When you start swapping cables, there is opportunity to do it incorrectly. IDE cables support up to two devices, one master, one slave. The devices must have their identity pins set correctly. There is usually a sticker on the drive, or, in the case of CD ROM drives, it may be stamped in the housing, a diagram showing where the pins need to be for the function of the device as either Master or Slave (or cable select).

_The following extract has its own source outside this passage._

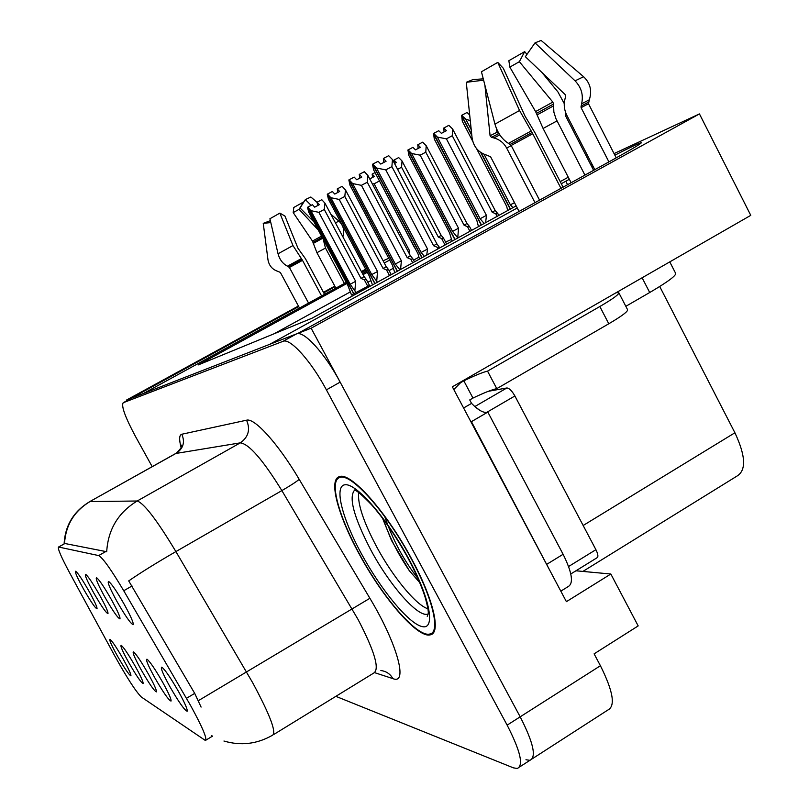<?xml version="1.0" encoding="UTF-8"?>
<svg xmlns="http://www.w3.org/2000/svg" width="809" height="809" viewBox="0 0 809 809"><rect width="100%" height="100%" fill="white"/><g stroke="black" fill="none" stroke-linecap="round" stroke-linejoin="round"><path stroke-width="1.21" d="M148.391 674.039C141.15 661.418 136.175 654.046 133.465 651.902C132.221 652.246 134.79 658.202 141.16 669.791C149.109 683.595 154.185 690.957 156.39 691.877C156.825 690.431 154.155 684.485 148.391 674.039M99.618 595.121C92.742 583.117 88.08 576.19 85.633 574.329C84.5 574.855 87.2 581.044 93.713 592.886C101.267 606.022 106.019 612.939 107.971 613.616C108.325 612.019 105.534 605.85 99.618 595.121M135.305 666.363C128.398 654.319 123.696 647.301 121.188 645.309C120.086 645.663 122.594 651.397 128.702 662.48C136.266 675.616 141.059 682.614 143.082 683.494C143.446 682.118 140.857 676.405 135.305 666.363M123.352 659.345C116.749 647.837 112.289 641.143 109.973 639.272C108.982 639.646 111.43 645.157 117.305 655.796C124.505 668.315 129.046 674.989 130.916 675.828C131.22 674.514 128.702 669.013 123.352 659.345M162.781 682.472C155.176 669.215 149.887 661.449 146.935 659.153C145.539 659.466 148.158 665.676 154.822 677.8C163.206 692.352 168.606 700.109 171.012 701.079C171.518 699.563 168.778 693.364 162.781 682.472M178.678 691.796C170.659 677.831 165.036 669.619 161.8 667.152C160.212 667.425 162.902 673.917 169.87 686.629C178.738 702.02 184.503 710.211 187.142 711.232C187.739 709.645 184.917 703.163 178.678 691.796M124.293 604.434C116.718 591.217 111.48 583.542 108.588 581.428C107.152 581.934 109.994 588.699 117.123 601.734C125.516 616.296 130.866 623.941 133.192 624.659C133.687 622.879 130.714 616.134 124.293 604.434M111.359 599.55C104.149 586.97 99.214 579.689 96.554 577.707C95.28 578.223 98.051 584.695 104.867 597.103C112.815 610.916 117.851 618.177 119.975 618.875C120.389 617.186 117.517 610.744 111.359 599.55M88.929 591.086C82.356 579.608 77.937 572.994 75.662 571.245C74.661 571.781 77.28 577.707 83.529 589.043C90.729 601.562 95.229 608.156 97.029 608.823C97.323 607.296 94.623 601.39 88.929 591.086M190.57 705.478L123.737 590.752C111.106 569.516 102.753 557.785 98.678 555.581L58.551 547.015C57.469 548.411 61.221 557.118 69.807 573.136L114.676 655.775C126.871 677.689 135.76 691.442 141.332 697.014L205.365 740.478C207.468 739.021 202.533 727.352 190.57 705.478M525.961 759.742L529.895 760.329C536.66 757.254 533.424 742.753 520.187 716.825L311.141 328.201L298.228 333.227L612.544 159.889C632.284 148.957 641.85 143.223 641.274 142.697C639.353 143.021 630.555 147.177 614.87 155.176M593.159 166.482L591.955 167.119M569.344 179.295L561.304 183.724M131.149 398.382L126.376 400.142L126.74 400.799M517.254 207.984L269.609 344.371L143.395 393.518L346.262 282.442M575.957 570.78L610.835 574.016L566.401 601.663L452.352 386.813L750.772 215.346L699.451 113.917L311.141 328.201M610.835 574.016L638.18 625.913L594.109 653.854L600.42 665.736L520.187 716.825L340.144 382.121C324.844 353.3 303.779 330.375 296.519 333.895L131.806 398.028L123.211 402.73C121.097 405.966 125.213 417.252 135.548 436.567L152.193 466.662M532.292 758.781L607.761 710.09C615.689 706.247 613.242 691.462 600.42 665.736M365.688 269.215L361.401 271.561M334.795 286.113L323.448 292.322M298.42 306.024L126.376 400.142M335.856 288.135L335.078 286.679L323.752 292.888M298.723 306.581L131.109 398.301M362.462 273.553L366.73 271.177M366.143 270.085L361.815 272.34M614.051 153.579L699.451 113.917M346.839 283.514L198.124 364.97L312.122 318.159L516.152 205.88M560.222 181.631L568.262 177.201M590.772 164.814L591.966 164.156M389.685 260.043L384.285 263.006M367.326 272.299L363.039 274.645M383.132 260.822L388.724 258.233M659.719 286.507L734.916 432.775C745.726 455.932 746.414 470.373 736.979 476.086L582.895 571.427M451.371 239.484L445.577 242.073M393.305 268.285L389.109 270.59M370.684 280.713L367.822 282.28M350.004 292.069L274.14 333.753M413.571 260.134L418.91 257.191M351.47 294.911L369.491 285.405M411.518 558.716C386.571 511.804 350.469 471.627 339.467 476.653C328.262 479.434 337.94 515.212 358.943 553.528C382.384 597.335 417.545 638.412 430.196 634.863C441.37 633.427 433.594 599.247 411.518 558.716M212.555 736.23L211.655 735.593M64.498 543.638C65.681 525.142 74.185 511.116 90.001 501.56L137.186 501.004C143.972 503.147 156.875 520.015 175.907 551.586C156.41 562.872 140.675 572.641 128.712 580.902L194.706 693.374L201.097 707.086M519.57 766.993L529.895 760.329C536.66 757.254 533.424 742.753 520.187 716.825L507.142 725.137L326.401 389.857C311.05 360.986 290.138 337.899 283.089 341.297L123.211 402.73M58.551 547.015L64.922 543.506L106.697 551.718C108.103 529.42 118.266 512.522 137.186 501.004L240.293 442.857L175.705 453.495M335.856 696.347L513.381 767.842L517.234 768.489C523.817 765.536 520.45 751.086 507.142 725.137M356.284 292.919L350.166 284.232L310.889 210.664L307.733 207.185L312.426 204.687L314.681 207.165L319.363 204.667L317.108 202.189L317.644 205.577M353.857 294.072L307.531 207.316L308.694 212.089L347.789 285.294L351.541 295.052M354.908 290.34L355.667 281.33L318.867 212.342L324.267 209.46L361.016 278.397L364.333 279.833L366.325 279.489L364.08 276.597L324.955 203.17L321.79 199.702L317.108 202.189M307.733 207.185L353.998 294.011M361.016 278.397L364.08 276.597M318.867 212.342L310.889 210.664M324.955 203.17L324.267 209.46M350.166 284.232L355.667 281.33M369.42 178.334L369.925 178.86L374.425 176.463L372.17 174.107L375.052 172.57M409.061 253.247L409.556 250.78L374.132 183.805L372.352 183.876M408.151 251.538L409.556 250.78M379.441 180.862L414.693 247.969M374.132 183.805L379.32 181.044M372.17 174.107L372.575 177.454M377.429 282.22L371.736 274.564L330.83 197.699L327.503 194.089L332.388 191.5L334.764 194.069L339.649 191.47L337.262 188.912L337.768 192.471M374.86 283.635L327.281 194.241L328.444 199.257L369.147 275.727L372.474 284.95M376.741 280.925L377.53 271.521L339.204 199.439L344.816 196.445L383.082 268.477L386.53 269.973L388.603 269.66L386.217 266.626L345.473 189.913L342.126 186.323L337.262 188.912M327.503 194.089L375.012 283.544M383.082 268.477L386.217 266.626M339.204 199.439L330.83 197.699M345.473 189.913L344.816 196.445M371.736 274.564L377.53 271.521M399.959 269.822L395.298 264.017L352.623 183.552L349.094 179.8L354.18 177.1L356.698 179.76L361.785 177.06L359.267 174.4L359.742 178.152M397.29 271.288L348.841 179.962L350.004 185.251L392.466 265.281L394.741 272.694M400.556 269.488L401.395 260.811L361.411 185.342L367.266 182.227L407.18 257.636L410.78 259.204L412.924 258.931L410.375 255.735L367.883 175.432L364.333 171.71L359.267 174.4M349.094 179.8L397.462 271.197M407.18 257.636L410.375 255.735M361.411 185.342L352.623 183.552M367.883 175.432L367.266 182.227M395.298 264.017L401.395 260.811M424.391 256.372L421.115 252.448L376.519 168.019L372.767 164.126L378.086 161.304L380.766 164.075L386.075 161.254L383.385 158.493L383.82 162.447M421.873 257.758L372.494 164.308L373.637 169.89L418.01 253.834L419.487 259.072M426.727 255.088L427.557 249.061L385.772 169.88L391.89 166.624L433.604 245.744L439.317 248.161M439.783 247.908L436.85 243.802L392.456 159.555L388.684 155.682L383.385 158.493M372.767 164.126L422.065 257.656M433.604 245.744L436.85 243.802M385.772 169.88L376.519 168.019M392.456 159.555L391.89 166.624M421.115 252.448L427.557 249.061M441.188 235.379L402.033 160.981L401.557 167.23L438.336 237.067L441.188 235.379L442.867 237.31L443.605 238.352L441.643 238.534L445.051 245.006M438.336 237.067L441.643 238.534M394.529 163.489L396.4 162.488L394.013 160.051L398.675 157.573L402.033 160.981M397.613 169.334L401.557 167.23M394.013 160.051L394.246 162.953M457.874 237.947L452.534 231.394L411.589 153.477L408.07 149.918L455.042 239.515M408.07 149.918L412.934 147.329L415.452 149.867L420.316 147.278L417.798 144.75L422.652 142.172L426.201 145.711L425.777 152.183L464.073 225.195L467.521 226.732L469.928 231.313M407.979 149.999L408.757 155.277L449.511 232.78L452.049 241.153M454.86 239.616L407.797 150.09M457.763 237.735L458.531 228.229L420.174 155.166L411.589 153.477M452.534 231.394L458.531 228.229M464.073 225.195L466.975 223.466L469.554 226.591L467.521 226.732M466.975 223.466L426.201 145.711M420.174 155.166L425.777 152.183M417.798 144.75L418.122 148.441M484.176 223.476L480.111 218.713L437.396 137.095L433.654 133.404L481.456 224.973M433.654 133.404L438.731 130.714L441.401 133.343L446.477 130.643L443.797 128.024L448.853 125.334L452.615 129.005L452.261 135.73L492.216 212.221L495.806 213.839L497.12 216.357M433.563 133.485L434.291 139.067L476.794 220.24L478.473 226.621M481.254 225.084L433.361 133.596M485.622 222.687L486.442 215.386L446.416 138.845L437.396 137.095M480.111 218.713L486.442 215.386M492.216 212.221L495.148 210.451L497.909 213.748L495.806 213.839M495.148 210.451L452.615 129.005M446.416 138.845L452.261 135.73M443.797 128.024L444.07 131.918M471.222 129.652L465.731 119.115L461.636 115.353L471.758 134.779M481.082 152.668L510.449 209.015M461.747 115.282L467.046 112.471L469.695 115.009M461.646 115.374L462.313 121.279L472.739 141.282M510.226 209.137L480.647 152.375M471.829 135.457L461.423 115.485M512.936 207.65L510.378 204.798L484.035 154.256M510.378 204.798L514.484 202.665M470.282 120.672L465.731 119.115M476.562 148.613L506.727 206.477L507.668 210.552M669.771 261.883L675.555 273.169C676.789 275.222 668.173 281.674 649.708 292.514L625.822 306.318M608.914 161.891L581.084 107.668L581.59 103.835C583.602 95.179 581.428 87.503 575.057 80.839L535.012 42.857L541.14 40.45L583.602 76.724C590.287 83.094 592.198 90.78 589.316 99.78L588.487 103.734L616.236 157.846M563.084 187.162L534.901 132.646L524.95 115.98L503.319 68.29L497.757 62.394L519.56 110.499L532.747 133.748L560.971 188.325M539.552 200.147L511.167 145.458L508.446 143.375C502.025 139.269 497.525 132.858 494.956 124.121L481.436 71.768L497.757 62.394M483.61 80.192L466.277 82.306L472.072 137.803C473.487 146.823 478.473 152.638 487.048 155.267L490.598 156.784L519.054 211.442M593.614 170.325L565.764 116.213L565.592 112.421M535.012 42.857L525.354 56.701L565.056 94.481L565.653 96.564L565.006 98.87C563.56 104.432 564.176 109.933 566.876 115.394L594.797 169.668M534.992 202.655L506.656 148.077C503.805 142.849 499.527 139.461 493.834 137.935L491.447 137.338L490.082 135.75L484.915 85.248M571.124 182.733L543.092 128.459L535.598 111.581L509.842 67.117L519.358 61.696L552.84 102.096L553.548 104.017L553.862 112.107L555.975 118.741L584.927 175.118M496.332 128.287L496.979 132.292L499.446 134.314M509.842 67.117L508.851 60.705L524.687 51.634L519.358 61.696M466.277 82.306L472.901 79.595L483.256 78.847M564.257 103.592L557.907 91.892L541.737 72.284M526.962 54.395L524.687 51.634M453.798 389.534L460.594 382.697L463.83 380.837C474.832 375.487 482.74 372.251 487.534 371.129L599.843 306.52C613.171 298.733 619.472 294.112 618.754 292.636L616.074 292.737M487.534 371.129L496.787 388.644L608.793 323.772C622.081 315.955 628.32 311.222 627.521 309.594L618.905 292.929M496.787 388.644C491.923 389.645 483.984 392.79 472.962 398.079L469.736 399.939L471.556 403.388C478.341 410.335 483.701 413.268 487.645 412.206L471.435 421.681L551.566 573.712M560.819 591.146L568.09 586.646C573.834 583.41 572.165 572.63 563.115 554.286L487.847 412.125M463.597 407.999L471.556 403.388M463.83 380.837L472.962 398.079M324.53 294.345L305.478 258.779L297.995 248.302L284.94 216.043L279.863 213.121L292.969 245.562L302.515 260.356L321.598 295.942M308.553 303.092L289.42 267.455L287.448 266.181C282.766 263.724 279.631 259.588 278.043 253.773L269.913 218.743L279.863 213.121M270.803 222.576L263.249 223.365L267.981 259.79C269.063 265.726 272.411 269.599 278.023 271.409L280.359 272.441L299.502 308.037M335.877 288.125L316.926 252.701L312.466 241.082L293.212 212.615L299.077 209.319L318.281 230.049M323.246 239.353L325.491 248.05L344.401 283.463M280.49 259.659L279.56 257.99M316.986 202.28L310.858 197.012L305.367 199.59L300.068 208.014L313.943 221.909M293.212 212.615L293.809 207.478L303.587 201.967L299.077 209.319M263.249 223.365L270.358 220.665M330.82 214.173L338.89 221.11C343.319 225.327 344.695 230.353 343.036 236.177L342.844 236.734M311.141 205.375L305.367 199.59M427.88 608.762C415.927 605.132 392.638 576.625 376.67 546.823C363.534 522.007 357.517 503.906 358.609 492.519M382.495 518.154L391.546 540.543L409.324 570.679L419.8 582.682M411.215 558.685C433.058 598.781 440.763 632.608 429.7 634.044C417.191 637.563 382.394 596.921 359.196 553.558C338.405 515.626 328.828 480.233 339.922 477.482C350.813 472.517 386.53 512.279 411.215 558.685M570.8 573.965L596.971 557.795C598.488 556.916 598.134 554.216 595.909 549.685L514.888 395.975C511.915 390.787 509.235 388.118 506.849 387.976L488.312 391.303M479.686 410.234L474.893 406.603M418.142 578.789C403.701 560.303 392.577 539.563 384.74 516.587M409.324 570.679C397.977 553.993 389.301 536.842 383.294 519.226M186.475 698.319L194.706 693.374M567.564 184.695L565.794 181.256M734.916 432.775L583.158 525.496M58.693 547.026L64.922 543.506M123.737 590.752L132.009 585.979M98.678 555.581L106.1 551.354M273.604 734.582L373.707 673.088C379.917 669.306 374.668 651.366 357.962 619.289L281.876 490.598L175.907 551.586L252.732 682.826C270.145 715.207 276.729 732.691 272.471 735.27C257.05 744.078 240.87 745.999 223.941 741.034M198.367 700.675L369.895 598.286C397.411 644.004 408.414 685.112 392.921 678.63L374.709 672.683M64.093 543.891C65.135 525.375 73.71 511.278 89.829 501.58L176.504 453.131C183.38 448.317 185.14 442.017 181.803 434.241L246.563 420.195C254.501 417.616 278.205 443.736 299.188 479.322L369.895 598.286M181.095 447.559C178.961 439.429 179.193 434.989 181.803 434.241M326.401 389.857L340.144 382.121M282.998 341.337L296.418 333.935M299.188 479.322C296.67 481.567 290.906 485.329 281.876 490.598C262.834 459.745 248.97 443.838 240.293 442.857C248.454 437.093 250.547 429.539 246.563 420.195M392.921 678.63C390.191 673.897 386.166 671.207 380.867 670.54M364.333 279.833L367.893 286.528M386.53 269.973L389.503 275.576M410.78 259.204L412.691 262.814M437.356 247.402L438.104 248.828M588.487 103.734L581.084 107.668M532.747 133.748L511.167 145.458M649.708 292.514L642.113 277.78M506.656 148.077L511.258 145.63M543.092 128.459L556.996 120.905M537.024 114.939L553.407 105.959M493.834 137.935L499.831 134.901M536.478 113.391L553.548 104.017M491.447 137.338L498.263 133.9M535.598 111.581L552.84 102.096M490.082 135.75L496.979 132.292M583.602 76.724L575.057 80.839M519.56 110.499L494.956 124.121M589.316 99.78L581.59 103.835M531.007 131.098L508.446 143.375M588.406 102.197L580.923 106.151M532.019 132.524L510.206 144.386M460.594 382.697L458.925 383.031M563.115 554.286L547.056 564.136M599.843 306.52L608.793 323.772M302.515 260.356L289.42 267.455M316.926 252.701L325.491 248.05M313.265 243.418L322.68 238.271M313.032 242.306L322.164 237.31M312.466 241.082L321.527 236.117M338.89 221.11L335.442 222.849M292.969 245.562L278.043 253.773M301.14 258.738L287.448 266.181M301.979 259.588L288.732 266.768M428.173 613.95L427.921 614.041C418.273 618.076 389.726 585.403 370.805 549.948C352.987 515.596 347.931 495.3 355.667 489.061M408.505 558.412C430.206 598.488 435.839 630.1 422.116 626.581C408.707 623.658 380.918 589.812 361.441 553.781C341.792 517.74 333.672 485.238 345.362 484.743C356.729 483.651 386.995 518.357 408.505 558.412M428.173 613.869L427.233 616.337L428.173 614.011C428.719 611.826 427.597 605.88 424.806 596.152C421.064 584.937 415.472 572.276 408.029 558.19C396.248 536.771 384.093 518.984 371.574 504.806C354.989 487.706 355.434 491.205 354.747 489.941M506.849 387.976L474.832 406.553M514.888 395.975L486.634 412.428M595.909 549.685L568.606 566.512M205.921 740.144L212.595 736.089M283.089 341.297L296.519 333.895M89.829 501.58L176.261 453.182C180.71 448.833 182.49 446.153 181.6 445.122L181.59 445.648M433.159 633.043L430.196 634.863M366.335 279.489L369.592 285.597M388.613 269.65L391.243 274.615M412.934 258.92L414.471 261.833M439.59 247.16L439.934 247.817M443.615 238.352L446.659 244.126M469.564 226.591L471.566 230.413M497.919 213.738L498.799 215.427M487.645 412.206L471.243 421.752M339.922 477.482L341.762 476.42"/></g></svg>

Since the shop put your hard drive used to run Windows on an add-on card, you needed to have a driver disk handy when installing Windows. Very early in the setup, you saw a message at the bottom of the screen to push the F6 key to add the drivers for that card. The shop should supply you with the drivers for the card they installed (you paid for it). Now-days, a person Slipstreams the drivers in the install CD so pressing the F6 key is unnecessary, but you still need to have the drivers for that card the shop installed to make a slipstream CD.

If you put your system hard drive on the motherboard IDE port, that F6 driver would be unnecessary. Later after Windows was installed, the drivers would be needed to activate the devices plugged into the add-on card.

It gets worse.. Some add-on cards will handle a hard drive, but not ATAPI devices (such as CD roms).